Perhaps the most engaging ideas I have encountered today come from Lois McMaster Bujold's MySpace page, wherein she has been reviewing her nonfiction readings. Clearly these are the sorts of things that have been informing her own mental meanderings and underlie her ruminations within the novels I so greatly enjoy reading and rereading. I am in need of mental refreshing, and I need new wells into which to plunge my musty muzzle. Perhaps these suggestions will help. :-)

Wednesday, June 03, 2009

Sotomayor, et al

In the air there is much ado these days regarding the upward mobility of the educated products of the previously impoverished generations. Rick Sanchez of CNN presents himself as a success story similar to the first Latina candidate to the Supreme Court, and indeed, he is.

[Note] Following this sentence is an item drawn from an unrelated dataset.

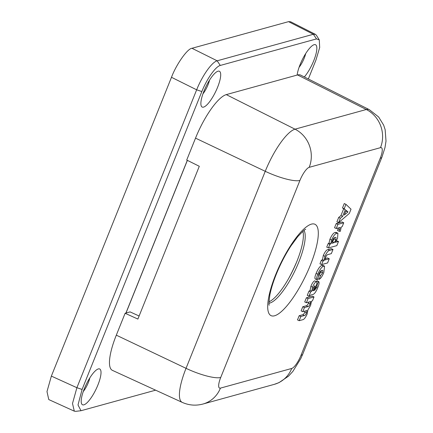 <?xml version="1.0" encoding="UTF-8"?>
<svg xmlns="http://www.w3.org/2000/svg" width="433" height="433" viewBox="0 0 433 433"><rect width="100%" height="100%" fill="white"/><g stroke="black" fill="none" stroke-linecap="round" stroke-linejoin="round"><path stroke-width="0.65" d="M297.141 75.066A19.853 5.461 -64.3 0 1 300.134 64.512A19.853 5.461 -64.3 0 1 313.763 44.816A19.853 5.461 -64.3 0 1 313.725 60.761A19.853 5.461 -64.3 0 1 304.334 76.955M299.079 67.332A11.967 3.296 115.7 0 0 304.193 58.222A11.967 3.296 115.7 0 0 305.693 53.573M203.992 91.038A19.853 5.461 -64.3 0 1 217.62 71.337A19.853 5.461 -64.3 0 1 217.583 87.287A19.853 5.461 -64.3 0 1 207.927 103.785A19.853 5.461 -64.3 0 1 201.134 105.63A19.853 5.461 -64.3 0 1 203.992 91.038M202.936 93.853A11.967 3.296 115.7 0 0 208.051 84.744A11.967 3.296 115.7 0 0 209.55 80.1M84.305 388.758A19.853 5.461 -64.3 0 1 97.939 369.062A19.853 5.461 -64.3 0 1 97.901 385.007A19.853 5.461 -64.3 0 1 88.24 401.505A19.853 5.461 -64.3 0 1 81.453 403.35A19.853 5.461 -64.3 0 1 84.305 388.758M83.25 391.578A11.967 3.296 115.7 0 0 88.37 382.469A11.967 3.296 115.7 0 0 89.864 377.82M308.345 78.974L315.944 60.079L319.689 47.511L319.273 39.879L316.496 38.91L220.289 65.448C215.634 66.455 206.801 78.952 201.843 91.552L82.091 389.446L78.01 404.963L80.993 410.722L155.62 390.176M80.993 410.722L75.678 411.35L74.308 411.166L72.5 403.502L76.895 387.703L196.652 89.81C202.298 75.645 211.894 62.065 217.155 60.804L313.362 34.261L315.44 34.375L316.458 35.349L319.273 39.879M316.496 38.91L313.362 34.261L288.54 21.65L191.987 48.285L217.155 60.804L220.289 65.448M201.843 91.552L196.652 89.81L171.484 77.296L51.365 376.104L76.895 387.703L82.091 389.446M171.484 77.296C176.269 64.42 187.543 48.469 191.987 48.285M288.54 21.65L290.619 21.758L315.44 34.375M74.308 411.166L48.767 399.562L46.986 391.573L51.365 376.104M296.015 263.508L295.983 263.491A50.845 13.991 -64.3 0 1 288.291 279.133M269.001 301.806A40.956 11.269 115.7 0 0 296.951 261.24A40.956 11.269 115.7 0 0 302.894 231.319M220.722 377.479A13.136 3.616 115.7 0 0 220.44 388.12L291.723 368.456A13.136 3.616 115.7 0 0 300.995 355.336L380.201 158.305A13.136 3.616 115.7 0 0 380.477 147.669L309.194 167.333A13.136 3.616 115.7 0 0 299.923 180.453L220.722 377.479A29.054 6.522 -158.1 0 1 186.038 368.331L265.245 171.306A42.185 11.61 -64.3 0 1 295.019 129.175L366.302 109.511A42.185 11.61 -64.3 0 1 369.3 109.657L300.659 75.104A43.581 11.994 115.7 0 0 297.558 74.952L226.28 94.616A43.581 11.994 115.7 0 0 195.521 138.138L186.72 160.031L199.299 166.288L137.883 319.072L125.115 313.275L116.315 335.164A43.581 11.994 115.7 0 0 112.401 370.356L182.255 402.392A42.185 11.61 -64.3 0 1 186.038 368.331L116.315 335.164M299.176 320.696L300.854 316.523L304.334 315.56C304.973 315.576 305.698 314.704 306.504 312.94L306.959 310.531L302.786 311.711L304.459 307.554L307.939 306.596C308.577 306.602 309.303 305.725 310.115 303.966L310.65 301.568L306.396 302.743L308.063 298.586L314.012 296.946L312.453 300.816L311.522 301.227L310.596 305.444L307.944 309.855L307.105 314.125C305.471 317.708 303.982 319.576 302.64 319.738L299.176 320.696L297.498 319.89L299.176 315.717L302.656 314.753C303.295 314.769 304.015 313.898 304.827 312.133L305.2 311.046M302.786 311.711L301.108 310.905L302.781 306.748L306.261 305.79C306.9 305.795 307.625 304.919 308.437 303.154L308.816 302.072M306.396 302.743L304.718 301.931L306.385 297.78L312.334 296.14L314.012 296.946M316.804 280.876L318.482 281.683C319.484 281.991 319.251 283.961 317.768 287.593C316.242 291.382 314.715 293.65 313.189 294.391L310.737 295.068L308.945 296.172L307.268 295.366L308.935 291.209L310.066 290.343L310.883 286.37C312.139 283.247 313.395 281.407 314.65 280.833L316.328 281.639C317.329 282.035 316.999 284.156 315.348 288.005L314.407 290.348L316.669 287.658C317.194 286.37 317.243 285.726 316.826 285.731L318.439 281.721L318.85 281.672L317.173 280.865L316.501 281.553M315.684 279.014C314.526 278.933 314.661 277.06 316.101 273.391C318.125 268.687 320.063 266.024 321.925 265.407L322.888 265.386L324.566 266.192L323.835 272.498C322.233 276.384 320.658 278.663 319.105 279.339L317.833 278.728L319.083 279.323L320.615 275.523L318.937 274.717L320.95 272.027L321.4 270.603M318.542 275.691L318.937 274.717M329.264 258.782L327.586 262.95L321.638 264.59L319.96 263.784L321.351 260.325L322.488 259.621L323.283 255.513C324.983 251.746 326.536 249.776 327.943 249.608L331.321 248.672L332.999 249.478L331.326 253.641L327.927 254.577C327.278 254.517 326.531 255.394 325.681 257.202L325.004 259.957L329.264 258.782L327.586 257.976L325.183 258.636M328.414 247.957L326.736 247.151L328.171 243.59L329.042 243.037L329.924 239.227C331.802 235.059 333.545 232.797 335.153 232.445L336.246 232.424L337.924 233.23L337.54 238.415L335.326 242.328L338.509 241.452L336.825 245.635L328.414 247.957L329.849 244.396L330.72 243.844L331.602 240.034C333.48 235.866 335.223 233.604 336.831 233.257L337.924 233.23M336.392 240.764L338.509 241.452M339.136 231.265L340.165 227.449L336.225 228.537L337.892 224.386L343.737 222.773L342.178 226.643L341.247 227.065L340.338 231.33L339.136 231.265L337.459 230.459L338.427 227.931M336.225 228.537L334.547 227.731L336.214 223.58L342.059 221.967L343.737 222.773M338.601 222.622L336.923 221.815L338.676 217.458L340.939 215.574L343.65 208.836L342.514 207.905L344.267 203.548L345.945 204.354L351.022 209.188L349.301 213.458L338.601 222.622L340.354 218.264L342.617 216.386L345.328 209.642L344.192 208.711L345.945 204.354M139.117 316.003L130.089 311.901L125.115 313.275M346.156 210.33L344.267 215.028L347.964 211.964L346.156 210.33M340.354 218.264L338.676 217.458M342.617 216.386L340.939 215.574M344.192 208.711L342.514 207.905M345.328 209.642L343.65 208.836M347.997 211.878L345.972 210.779M345.588 211.732L346.319 211.071M347.964 211.964L346.286 211.158M337.892 224.386L336.214 223.58M339.753 229.734L338.076 228.927M335.12 237.419C334.287 237.446 333.35 238.572 332.3 240.791L331.77 243.314L334.254 242.626L335.9 239.822L335.997 237.398L335.12 237.419M336.831 233.257L335.153 232.445M336.944 233.225L335.266 232.418M331.602 240.034L329.924 239.227M330.72 243.844L329.042 243.037M329.849 244.396L328.171 243.59M331.884 242.009L332.576 241.82L334.644 237.609M334.254 242.626L332.576 241.82M335.9 239.822L334.222 239.016M321.638 264.59L323.029 261.131L321.351 260.325M323.029 261.131L324.165 260.428L322.488 259.621M324.165 260.428L324.961 256.32C326.661 252.553 328.214 250.583 329.621 250.415L327.943 249.608M329.621 250.415L332.999 249.478M324.961 256.32L323.283 255.513M320.615 275.523L322.628 272.833L322.774 270.344L321.925 270.387C321.059 270.403 320.079 271.561 318.986 273.867C318.412 275.356 318.396 276.065 318.932 275.983L318.564 275.81M322.628 272.833L320.95 272.027M318.704 275.989L317.362 279.821C316.204 279.74 316.339 277.867 317.779 274.197C319.803 269.494 321.741 266.831 323.603 266.214L322.087 265.364M323.765 266.171L324.566 266.192M323.603 266.214L321.925 265.407M317.779 274.197L316.101 273.391M317.362 279.821L315.229 279.02M308.945 296.172L310.613 292.015L311.744 291.149L312.561 287.176C313.817 284.053 315.072 282.213 316.328 281.639L314.65 280.833M316.994 285.731L316.29 285.477M313.357 287.869L312.783 290.797L313.611 290.57L314.553 288.226C315.197 286.635 315.273 285.818 314.769 285.78L313.357 287.869M310.613 292.015L308.935 291.209M318.439 281.721L316.761 280.914M316.669 287.658L315.673 287.176M314.861 290.224L314.52 290.061M312.561 287.176L310.883 286.37M311.744 291.149L310.066 290.343M313.611 290.57L312.723 290.142M314.553 288.226L313.432 287.685M308.063 298.586L306.385 297.78M310.115 303.966L308.437 303.154M307.939 306.596L306.261 305.79M304.459 307.554L302.781 306.748M306.504 312.94L304.827 312.133M304.334 315.56L302.656 314.753M300.854 316.523L299.176 315.717M125.916 313.054L187.316 160.324M310.347 265.164A50.677 13.948 -64.3 0 1 274.582 315.776A50.677 13.948 -64.3 0 1 275.653 274.739A50.677 13.948 -64.3 0 1 311.419 224.132A50.677 13.948 -64.3 0 1 310.347 265.164M269.001 303.224A40.994 11.28 115.7 0 0 298.786 262.117A40.994 11.28 115.7 0 0 304.004 230.432M380.477 147.669A29.054 27.16 74.6 0 0 366.302 109.511L297.558 74.952M309.194 167.333A29.054 27.16 74.6 0 0 295.019 129.175L226.28 94.616M299.923 180.453A29.054 6.522 21.9 0 1 265.245 171.306L195.521 138.138M220.44 388.12A29.054 27.16 74.6 0 1 202.996 404.021L274.273 384.358L279.009 382.631L288.502 376.169L292.838 371.444L300.773 358.616L302.781 354.07L381.982 157.038A29.054 6.522 -158.1 0 1 380.201 158.305M291.723 368.456A29.054 27.16 74.6 0 1 274.273 384.358M300.995 355.336A29.054 6.522 21.9 0 0 302.781 354.07M126.014 313.027L187.386 160.362M269.239 305.146C268.698 305.595 268.92 302.12 269.905 294.711C271.08 288.773 273.191 281.975 276.249 274.316C280.427 264.016 285.325 254.555 290.938 245.928L297.747 236.651C303.04 231.092 305.676 228.684 305.655 229.42M182.255 402.392C188.999 405.38 195.916 405.921 202.996 404.021M381.982 157.038L384.991 147.572L386.014 141.077L385.143 129.64L383.627 125.083L378.621 116.959L369.3 109.657"/></g></svg>

What, after all, do those born to privilege expect several generations after the initial egalitarian movements in education? Was there no expectation that the brightest and best of those provided equal opportunity would in the fullness of time rise, like all cream, to "the top"?

Foremost, of course, is the recently elected president of the United States, Barack Obama. Here is a man born of a Kenyan exchange student whose American education began in Hawaii and culminated at Harvard; and a daughter of itinerant entrepreneurs originally from Kansas but whose travels took them to the Northwest and on to Hawaii, the daughter going on to Indonesia before returning to Hawaii. Is it any wonder that their son should continue the family tradition of widely traveling, from Hawaii to the White House and on around the world in search of world peace and national economic prosperity?

Not one to rest on his laurels and gloat over those still on the rise, Obama has reached out to others of the formerly and currently underrepresented to join him in leading our nation. A quick canvass of his Cabinet nominees and administrative appointees provides ample proof of this. Sotomayor is just a very high profile example of this ongoing policy.

Not to be left behind and representative of parallel success stories, Rick Sanchez is now pointing out his own ethnic background and personal professional achievements. Good for him. He is representative of the changing landscape of American leadership.

I do find it fascinating that CNN seems to have been stepping up its advancement and featuring of nonwhite reporters in key anchor positions ever since Obama's increasingly successful campaign, culminating in his election. CNN promotions seem to have coincided with his inauguration. One mustn't be too cynical in the face of warranted success. The doors have opened; may they never reclose.